Interplay of reorientational and thermal solitons: unveiling the dynamic coexistence and enhanced nonlinear response in nematic liquid crystals

Abstract

Spatial solitons in nematic liquid crystals (NLC) are optical beams that maintain their transverse profile due to the self-focusing effect of light. The mechanism leading to the formation of solitons can be either light-induced reorientation of the elongated molecules or thermal changes in the refractive index induced by a light beam. The specific optical properties of nematic liquid crystals cause the reorientational and thermal solitons to coexist in NLC, and their mutual competition can lead to a reduction or enhancement of the overall nonlinear response of the NLC. The study of the interplay between reorientational and thermal solitons allows a better understanding of the conditions under which the solitons can coexist, compete, or enhance each other.

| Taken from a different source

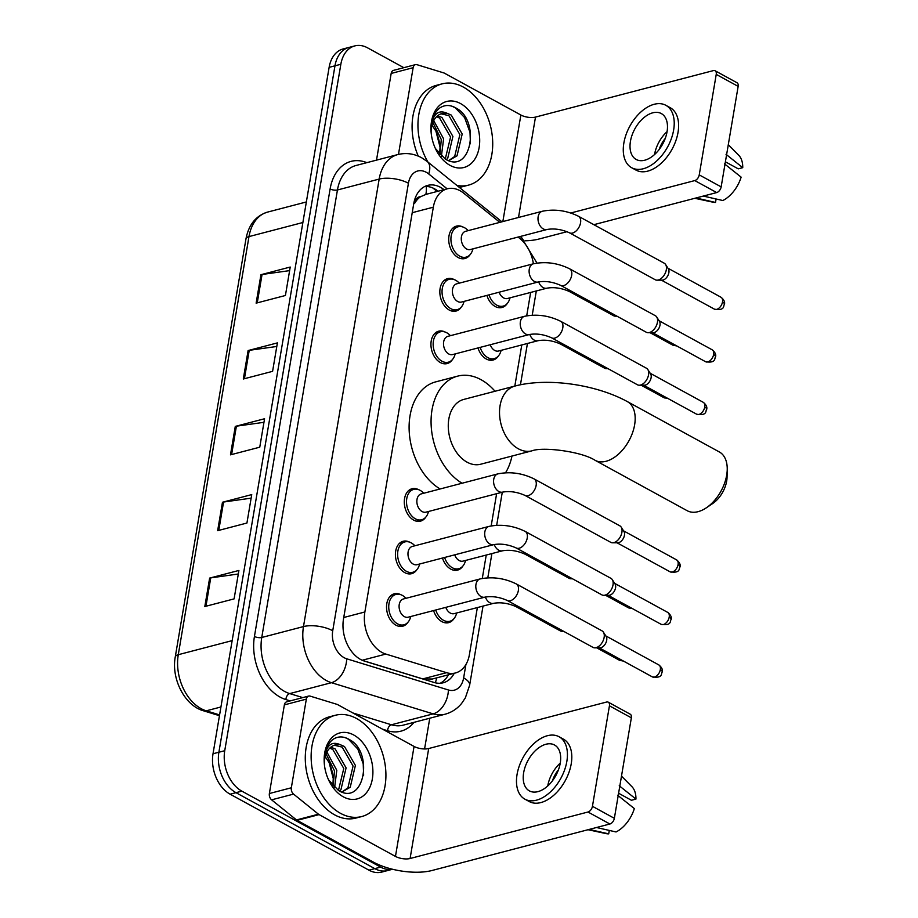 <?xml version="1.0" encoding="UTF-8"?>
<svg xmlns="http://www.w3.org/2000/svg" width="918" height="918" viewBox="0 0 918 918"><rect width="100%" height="100%" fill="white"/><g stroke="black" fill="none" stroke-linecap="round" stroke-linejoin="round"><path stroke-width="1.38" d="M498.348 356.035A16.742 11.567 -104.6 0 1 493.081 360.028A16.742 11.567 -104.6 0 1 486.276 358.995A16.742 11.567 -104.6 0 1 477.991 347.945M462.821 566.131A16.742 11.567 -104.6 0 1 457.543 570.124A16.742 11.567 -104.6 0 1 450.749 569.091A16.742 11.567 -104.6 0 1 442.465 558.041M453.94 618.652A16.742 11.567 -104.6 0 1 448.661 622.645A16.742 11.567 -104.6 0 1 441.856 621.612A16.742 11.567 -104.6 0 1 433.583 610.562M507.241 303.514A16.742 11.567 -104.6 0 1 501.962 307.496A16.742 11.567 -104.6 0 1 495.158 306.474A16.742 11.567 -104.6 0 1 486.884 295.412M416.875 569.688A16.742 11.567 -104.6 0 1 411.608 573.681A16.742 11.567 -104.6 0 1 404.804 572.648A16.742 11.567 -104.6 0 1 395.44 555.665A16.742 11.567 -104.6 0 1 403.14 541.276A16.742 11.567 -104.6 0 1 409.692 542.171M407.994 622.209A16.742 11.567 -104.6 0 1 402.727 626.202A16.742 11.567 -104.6 0 1 395.922 625.169A16.742 11.567 -104.6 0 1 386.558 608.186A16.742 11.567 -104.6 0 1 394.258 593.797A16.742 11.567 -104.6 0 1 400.81 594.692M452.413 359.592A16.742 11.567 -104.6 0 1 447.146 363.574A16.742 11.567 -104.6 0 1 440.342 362.541A16.742 11.567 -104.6 0 1 430.967 345.57A16.742 11.567 -104.6 0 1 438.678 331.18A16.742 11.567 -104.6 0 1 445.23 332.075M425.768 517.155A16.742 11.567 -104.6 0 1 420.49 521.149A16.742 11.567 -104.6 0 1 413.685 520.116A16.742 11.567 -104.6 0 1 404.322 503.144A16.742 11.567 -104.6 0 1 412.021 488.743A16.742 11.567 -104.6 0 1 418.574 489.65M461.295 307.06A16.742 11.567 -104.6 0 1 456.028 311.053A16.742 11.567 -104.6 0 1 449.223 310.02A16.742 11.567 -104.6 0 1 439.86 293.037A16.742 11.567 -104.6 0 1 447.559 278.647A16.742 11.567 -104.6 0 1 454.112 279.554M470.188 254.538A16.742 11.567 -104.6 0 1 464.91 258.532A16.742 11.567 -104.6 0 1 458.105 257.499A16.742 11.567 -104.6 0 1 448.741 240.516A16.742 11.567 -104.6 0 1 456.441 226.126A16.742 11.567 -104.6 0 1 462.993 227.021M499.851 222.351L463.797 193.25A31.396 21.688 75.4 0 0 460.067 190.737A31.396 21.688 75.4 0 0 447.318 188.798A31.396 21.688 75.4 0 0 433.33 207.181L364.871 611.985A31.396 21.688 75.4 0 0 385.858 654.075L446.561 672.687A31.396 21.688 75.4 0 0 455.431 672.974A31.396 21.688 75.4 0 0 469.408 654.591L477.36 607.578M425.86 194.432L420.582 196.716A10.465 7.229 75.4 0 0 414.649 203.016A31.396 12.393 -170.4 0 0 413.938 202.637M414.649 203.016L414.557 203.509A31.396 21.688 -104.6 0 1 420.582 196.716M362.92 660.558L422.762 678.907L432.309 679.01L455.431 672.974M533.392 263.787A31.396 21.688 75.4 0 0 519.978 238.611L518.062 237.062M482.283 578.443L486.242 555.046M491.176 525.922L496.627 493.677M514.826 386.076L521.78 344.95M526.702 315.826L530.661 292.429M443.991 189.67A31.396 21.688 75.4 0 0 440.456 187.318A31.396 21.688 75.4 0 0 427.708 185.39A31.396 21.688 75.4 0 0 413.731 203.773L343.493 619.019A31.396 21.688 75.4 0 0 364.48 661.109L434.294 682.51A31.396 21.688 75.4 0 0 443.164 682.797A31.396 21.688 75.4 0 0 454.249 673.284M424.862 186.446A31.396 21.688 -104.6 0 1 434.604 188.856A31.396 21.688 -104.6 0 1 438.127 191.196M392.502 869.243A31.396 21.688 -104.6 0 1 380.649 867.108L241.847 791.144A31.396 21.688 -104.6 0 1 224.738 750.706L340.842 64.283A31.396 21.688 -104.6 0 1 354.818 45.9A31.396 21.688 -104.6 0 1 367.567 47.839L403.828 67.68M429.773 718.22L424.575 748.962M392.56 869.254L381.681 872.1A31.396 21.688 -104.6 0 1 368.933 870.161L230.131 794.196A31.396 21.688 -104.6 0 1 213.022 753.758L329.126 67.347L334.978 65.809A31.396 21.688 -104.6 0 1 348.955 47.426A31.396 21.688 -104.6 0 0 334.978 65.809L218.886 752.232L334.978 65.809L340.842 64.283M230.131 794.196L235.983 792.67A31.396 21.688 -104.6 0 1 218.886 752.232A31.396 21.688 -104.6 0 0 235.983 792.67L374.796 868.635L235.983 792.67L241.847 791.144M387.545 870.574A31.396 21.688 -104.6 0 1 374.796 868.635A31.396 21.688 -104.6 0 0 387.545 870.574M448.397 674.81A31.396 21.688 -104.6 0 1 440.158 683.267M204.817 606.534L234.101 598.88L238.909 570.445L209.637 578.088L204.817 606.534M238.313 574.002L210.738 577.881A8.377 3.305 -170.4 0 0 209.637 578.088M217.646 530.684L246.931 523.03L251.739 494.595L222.466 502.249L217.646 530.684M251.142 498.153L223.567 502.031A8.377 3.305 -170.4 0 0 222.466 502.249M256.133 303.147L285.418 295.493L290.226 267.046L260.942 274.7L256.133 303.147M289.629 270.615L262.055 274.482A8.377 3.305 -170.4 0 0 260.942 274.7M243.304 378.996L272.589 371.342L277.397 342.896L248.112 350.55L243.304 378.996M276.8 346.465L249.226 350.332A8.377 3.305 -170.4 0 0 248.112 350.55M230.475 454.846L259.76 447.192L264.568 418.746L235.283 426.4L230.475 454.846M263.971 422.314L236.396 426.181A8.377 3.305 -170.4 0 0 235.283 426.4M329.126 67.347A31.396 21.688 -104.6 0 1 343.102 48.964L354.818 45.9M427.926 162.05A52.326 36.158 -104.6 0 1 442.097 83.859A52.326 36.158 -104.6 0 1 463.338 87.084A52.326 36.158 -104.6 0 1 492.622 140.144A52.326 36.158 -104.6 0 1 468.559 185.115A52.326 36.158 -104.6 0 1 456.854 185.413M418.287 156.129A52.326 36.158 -104.6 0 1 436.234 85.385L442.097 83.859M460.549 103.573A34.115 23.57 -104.6 0 1 479.139 147.523A34.115 23.57 -104.6 0 1 450.095 165.389A34.115 23.57 -104.6 0 1 436.073 149.909A34.115 23.57 -104.6 0 1 430.99 130.459A34.115 23.57 -104.6 0 1 460.549 103.573M435.396 148.498L445.345 159.112C471.163 174.89 480.493 121.119 456.728 108.45C450.394 104.56 444.576 104.526 439.263 108.347C434.57 112.421 431.85 118.433 431.116 126.409C433.158 113.694 438.552 109.345 447.318 113.384A23.65 16.34 -104.6 0 0 442.028 113.511A23.65 16.34 -104.6 0 0 431.104 132.181M447.318 113.384L451.266 115.071L462.202 134.005L457.026 155.842L448.65 160.616L454.697 156.45L459.872 134.613L448.936 115.679L441.076 113.809M445.253 159.055L450.577 137.046L439.642 118.101L436.589 116.666M446.355 159.652L447.732 158.275L452.907 136.438L441.96 117.493L437.656 115.725M439.94 154.775L441.283 139.479L432.86 122.45M441.397 156.198L443.601 138.87L433.698 120.625M435.499 130.333A34.115 23.57 -104.6 0 1 440.078 147.924M431.345 124.297L435.924 131.136L440.043 147.132L439.676 154.488M468.559 185.115L462.695 186.641A52.326 36.158 -104.6 0 1 459.195 187.295M470.441 143.782L470.005 132.376L464.623 117.63L455.271 107.785L451.897 106.178M398.469 154.408L413.134 67.703L391.171 73.44A5.233 3.615 -104.6 0 1 393.501 70.376L415.464 64.639A5.233 3.615 75.4 0 0 413.134 67.703M376.506 160.134L391.171 73.44M524.97 240.791A41.861 16.524 -170.4 0 0 538.809 239.07L567.06 231.68M715.088 70.755L737.005 82.746A5.233 3.167 118.7 0 1 738.152 86.384L716.235 74.392A5.233 3.167 -61.3 0 0 715.088 70.755A5.233 3.167 -61.3 0 0 713.378 70.606L535.492 117.091A10.465 4.131 9.6 0 1 520.862 115.014L444.473 73.199A5.233 3.615 75.4 0 0 443.83 72.924L416.944 64.685A5.233 3.615 75.4 0 0 415.464 64.639M721.158 186.882A5.233 3.167 118.7 0 1 716.694 192.573L694.777 180.582A5.233 3.167 -61.3 0 0 699.241 174.89L721.158 186.882L738.152 86.384M593.854 224.68L716.694 192.573M699.241 174.89L716.235 74.392M694.777 180.582L570.766 212.999M667.053 131.733A26.163 15.847 -61.3 0 0 661.304 113.557A26.163 15.847 -61.3 0 0 630.448 141.292A26.163 15.847 -61.3 0 0 636.185 159.468A26.163 15.847 -61.3 0 0 667.053 131.733M667.053 131.676A26.163 15.847 -61.3 0 0 654.557 154.488A26.163 15.847 -61.3 0 0 654.545 154.545M725.404 161.82L738.244 168.843L742.742 167.673L726.023 154.316M665.252 138.4A20.93 12.68 -61.3 0 0 659.239 149.393M631.664 167.73L636.048 170.128A35.584 21.55 -61.3 0 0 678.023 132.41A35.584 21.55 -61.3 0 0 670.209 107.693L665.825 105.295A35.584 21.55 -61.3 0 0 623.861 143.013A35.584 21.55 -61.3 0 0 631.664 167.73A35.584 21.55 -61.3 0 0 673.64 130.012A35.584 21.55 -61.3 0 0 665.825 105.295M694.823 198.299L712.976 202.189A27.207 16.478 -61.3 0 0 715.512 202.442L716.097 198.999M695.993 197.99L715.512 202.442M724.428 163.794L741.136 177.151A27.207 16.478 -61.3 0 1 722.833 200.526L703.314 196.073M742.742 167.673A27.207 16.478 -61.3 0 0 738.692 155.211L728.295 144.711M727.228 469.683L727.045 477.326A23.03 13.942 118.7 0 1 726.666 481.112A23.03 13.942 118.7 0 1 712.701 503.523L706.367 507.792A33.496 20.288 -61.3 0 0 726.677 475.203A33.496 20.288 -61.3 0 0 727.228 469.683A33.496 20.288 -61.3 0 0 719.333 451.954L627.281 401.568A33.496 20.288 118.7 0 1 634.625 424.827A33.496 20.288 118.7 0 1 595.128 460.331L687.18 510.706A33.496 20.288 -61.3 0 0 706.367 507.792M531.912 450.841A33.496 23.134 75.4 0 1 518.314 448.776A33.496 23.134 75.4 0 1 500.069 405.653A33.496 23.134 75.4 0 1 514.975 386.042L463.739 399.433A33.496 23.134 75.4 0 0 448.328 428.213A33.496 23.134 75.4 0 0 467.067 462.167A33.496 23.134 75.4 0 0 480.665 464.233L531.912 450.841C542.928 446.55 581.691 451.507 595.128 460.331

Here, we show that the simultaneous existence of both soliton types can lead to a more robust and versatile nonlinear response and can be used in competitive and synergistic configurations by carefully controlling the temperature, intensity, and polarization of the propagating light. As a result of our experimental findings, it may be possible to shape the nature of the interplay between reorientational and thermal solitons and better understand the behavior of reorientational solitons under varying thermal conditions. Furthermore, understanding this mutual interplay may provide insights into the potential of advanced NLC-based photonic devices that exploit the joint effect of reorientational and thermal nonlinearities.